For a second hardware pool (different GPU type or site), add another class with a distinct Name, size CPUs / GPUs / Memory for those workers, and run install again on the matching hosts.

Step 2: Choose Docker Swarm or Helm

Pick one path per cluster — Swarm or Kubernetes (Helm), not both. On the training cluster page, expand Config on the class row and use the Docker Swarm / Helm toggle. The install command and downloaded bundle match the selected type.

Type

Where install runs

Host access

Docker Swarm

SSH to manager and workers

CLI installs Docker on fresh nodes when needed

Helm

Your laptop against kubectl

No SSH; uses the current kube context

Step 3: Run install

Download setup (.tar)

  1. In Config, choose Swarm or Helm, then Download setup (.tar).

  2. Copy the archive to a bastion, extract it, cd arena-train.

  3. Run ./setup.sh or follow the README tab in the same panel.

Step 4: Verify

  1. On On-prem training cluster, the class Setup bundle column should show Current.

  2. Create a test experiment, open Resources, and confirm your on-prem class appears (sorted above cloud classes, zero credits).
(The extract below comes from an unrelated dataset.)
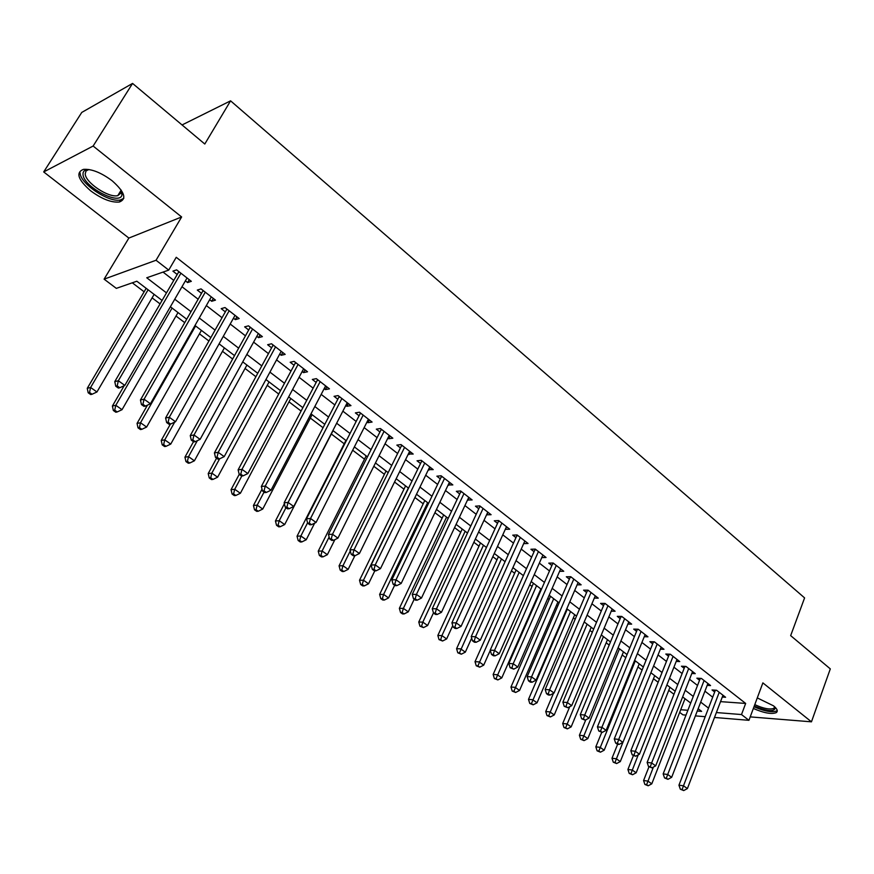 <?xml version="1.0" encoding="UTF-8"?>
<svg xmlns="http://www.w3.org/2000/svg" width="874" height="874" viewBox="0 0 874 874"><rect width="100%" height="100%" fill="white"/><g stroke="black" fill="none" stroke-linecap="round" stroke-linejoin="round"><path stroke-width="1.31" d="M90.776 190.903C101.865 199.053 111.413 202.757 119.399 202.014C127.069 198.977 124.654 191.898 112.167 180.787C101.1 172.56 91.508 168.758 83.401 169.381C75.535 172.593 77.994 179.76 90.776 190.903M753.355 708.453C763.909 713.064 771.545 714.451 776.265 712.627C778.188 711.196 777.292 708.934 773.556 705.853L757.277 697.9M162.083 300.438L136.847 281.22L116.329 288.365L104.104 279.156L156.042 260.255L168.737 270.11L146.756 277.768L166.486 292.877M128.871 238.067L181.628 216.97L93.136 146.034L132.564 83.423L81.763 112.429L43.7 171.938L128.871 238.067L104.104 279.156M686.014 715.107L682.976 714.856L679.688 712.376M132.291 282.805L144.123 291.796M152.098 297.859L160.062 303.901M176.013 316.017L184.731 322.648M199.469 333.835L208.919 341.013M222.477 351.315L232.637 359.028M245.059 368.467L255.896 376.705M267.226 385.303L278.708 394.032M288.988 401.832L301.093 411.031M310.346 418.067L323.052 427.714M331.333 434.007L344.203 443.784M352.681 450.23L364.48 459.189M373.81 466.279L384.396 474.32M394.556 482.033L403.974 489.189M414.921 497.503L423.202 503.795M434.913 512.699L442.113 518.162M454.567 527.623L460.707 532.288M473.861 542.273L478.985 546.174M492.827 556.683L496.956 559.83M511.454 570.842L514.644 573.257M529.764 584.75L532.037 586.465M547.769 598.428L549.145 599.466M556.552 605.092L557.743 605.999M573.355 617.863L575.179 619.24M589.895 630.427L592.321 632.263M606.174 642.783L609.189 645.078M622.19 654.954L625.773 657.674M637.954 666.938L642.095 670.074M653.479 678.727L658.155 682.277M668.774 690.34L673.952 694.284M93.136 146.034L43.7 171.938M750.22 716.888L811.454 721.826L762.871 682.878L748.942 720.318L714.506 717.467M132.564 83.423L204.789 144.024L230.583 100.838L804.593 597.903L790.664 635.627L830.3 668.883L811.454 721.826M185.397 280.838L187.593 282.553L191.33 281.319L176.603 269.858L172.91 271.137L177.203 274.48M209.673 299.695L211.694 301.268L215.474 300.132L201.042 288.89L197.295 290.081L201.512 293.358M233.467 318.191L235.314 319.622L239.159 318.562L225 307.55L221.198 308.653L225.328 311.865M256.803 336.315L258.496 337.626L262.386 336.643L248.5 325.838L244.644 326.865L248.697 330.011M279.691 354.101L281.22 355.281L285.164 354.374L271.552 343.777L267.641 344.727L271.617 347.819M302.153 371.537L303.529 372.608L307.517 371.778L294.156 361.377L290.19 362.251L294.101 365.288M324.188 388.657L325.412 389.607L329.443 388.854L316.333 378.65L312.324 379.447L316.159 382.43M345.809 405.46L346.891 406.301L350.966 405.602L338.096 395.594L334.054 396.326L337.812 399.243M367.025 421.945L367.976 422.677L372.084 422.055L359.465 412.222L355.368 412.889L359.061 415.751M387.859 438.125L388.679 438.759L392.83 438.202L380.43 428.544L376.301 429.145L379.928 431.964M408.322 454.021L413.194 454.054L401.024 444.571L396.862 445.117L400.412 447.881M428.413 469.622L433.198 469.622L421.235 460.314L417.04 460.795L420.536 463.504M448.144 484.95L452.841 484.917L441.097 475.773L436.869 476.188L440.299 478.865M467.524 500.015L472.135 499.939L460.598 490.959L456.337 491.319L459.713 493.941M486.567 514.808L491.101 514.71L479.76 505.882L475.467 506.188L478.788 508.755M505.281 529.349L509.728 529.207L498.595 520.543L494.28 520.795L497.535 523.318M524.881 541.006L523.69 543.639L528.049 543.475L517.091 534.943L512.754 535.15L515.955 537.63M541.782 557.612L546.042 557.481L535.281 549.101L530.922 549.254L534.069 551.702M559.589 571.334L563.741 571.268L553.166 563.02L548.774 563.129L551.865 565.533M577.102 584.848L581.144 584.815L570.744 576.709L566.33 576.774L569.378 579.134M594.309 598.122L598.264 598.133L588.027 590.169L583.603 590.179L586.596 592.506M611.232 611.199L615.099 611.243L605.026 603.41L600.58 603.377L603.53 605.66M627.882 624.058L631.651 624.134L621.753 616.421L617.284 616.356L620.179 618.606M644.258 636.709L647.94 636.818L638.206 629.225L633.716 629.116L636.567 631.334M660.373 649.153L663.978 649.295L654.386 641.833L649.885 641.68L652.692 643.854M676.225 661.41L679.743 661.574L670.314 654.233L665.802 654.047L668.555 656.188M691.826 673.472L695.267 673.657L685.981 666.436L681.458 666.207L684.178 668.315M707.175 685.347L710.551 685.555L701.407 678.442L696.873 678.18L699.55 680.256M684.877 699.069L685.511 699.113M720.537 701.636L745.664 703.439L176.242 257.295L168.737 270.11M163.045 272.087L173.773 280.379M181.989 286.738L198.147 299.236M206.33 305.561L222.04 317.71M230.201 324.025L245.474 335.834M253.602 342.127L268.46 353.62M276.566 359.88L291.009 371.057M299.083 377.295L313.132 388.165M321.184 394.392L334.851 404.957M342.87 411.162L356.166 421.443M364.152 427.615L377.087 437.623M385.041 443.774L397.626 453.508M405.558 459.648L417.805 469.119M425.704 475.227L437.623 484.436M445.489 490.522L457.091 499.491M464.924 505.554L476.21 514.283M484.021 520.325L495.012 528.825M502.779 534.833L513.475 543.104M521.221 549.101L531.632 557.153M539.345 563.118L549.484 570.951M557.164 576.895L567.04 584.531M574.688 590.442L584.302 597.882M591.916 603.77L601.279 611.002M608.861 616.869L617.973 623.916M625.522 629.761L634.404 636.622M641.92 642.445L650.562 649.131M658.056 654.921L666.469 661.421M673.93 667.201L682.124 673.537M689.553 679.273L697.528 685.445M704.925 691.17L712.692 697.179M722.285 697.037L725.595 697.266L716.593 690.263L712.048 689.968L714.681 692.011M230.583 100.838L182.054 124.949M181.628 216.97L156.042 260.255M745.664 703.439L741.502 714.55L748.942 720.318M697.255 711.032L701.625 711.381L698.151 708.738M690.689 703.057L682.649 696.928M675.154 691.225L666.895 684.932M659.378 679.207L650.89 672.74M643.34 666.993L634.633 660.351M627.04 654.582L618.093 647.765M610.478 641.964L601.29 634.961M593.643 629.138L584.203 621.949M576.523 616.094L566.822 608.708M559.109 602.841L549.156 595.249M541.41 589.349L531.184 581.56M523.406 575.638L512.896 567.63M505.085 561.687L494.291 553.461M486.447 547.495L475.358 539.039M467.481 533.042L456.086 524.367M448.176 518.348L436.476 509.433M428.533 503.38L416.505 494.214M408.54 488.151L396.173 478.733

  3. Train and confirm the run leaves Pending within the usual window (see troubleshooting).

Teardown

Remove the stack on your side before deleting the class in Arena:

arena on-prem teardown MY-CLASS --setup-type dockerSwarm --manager MANAGER_HOST
arena on-prem teardown MY-CLASS --setup-type helm

Then Delete the class on the training cluster page if you no longer need it.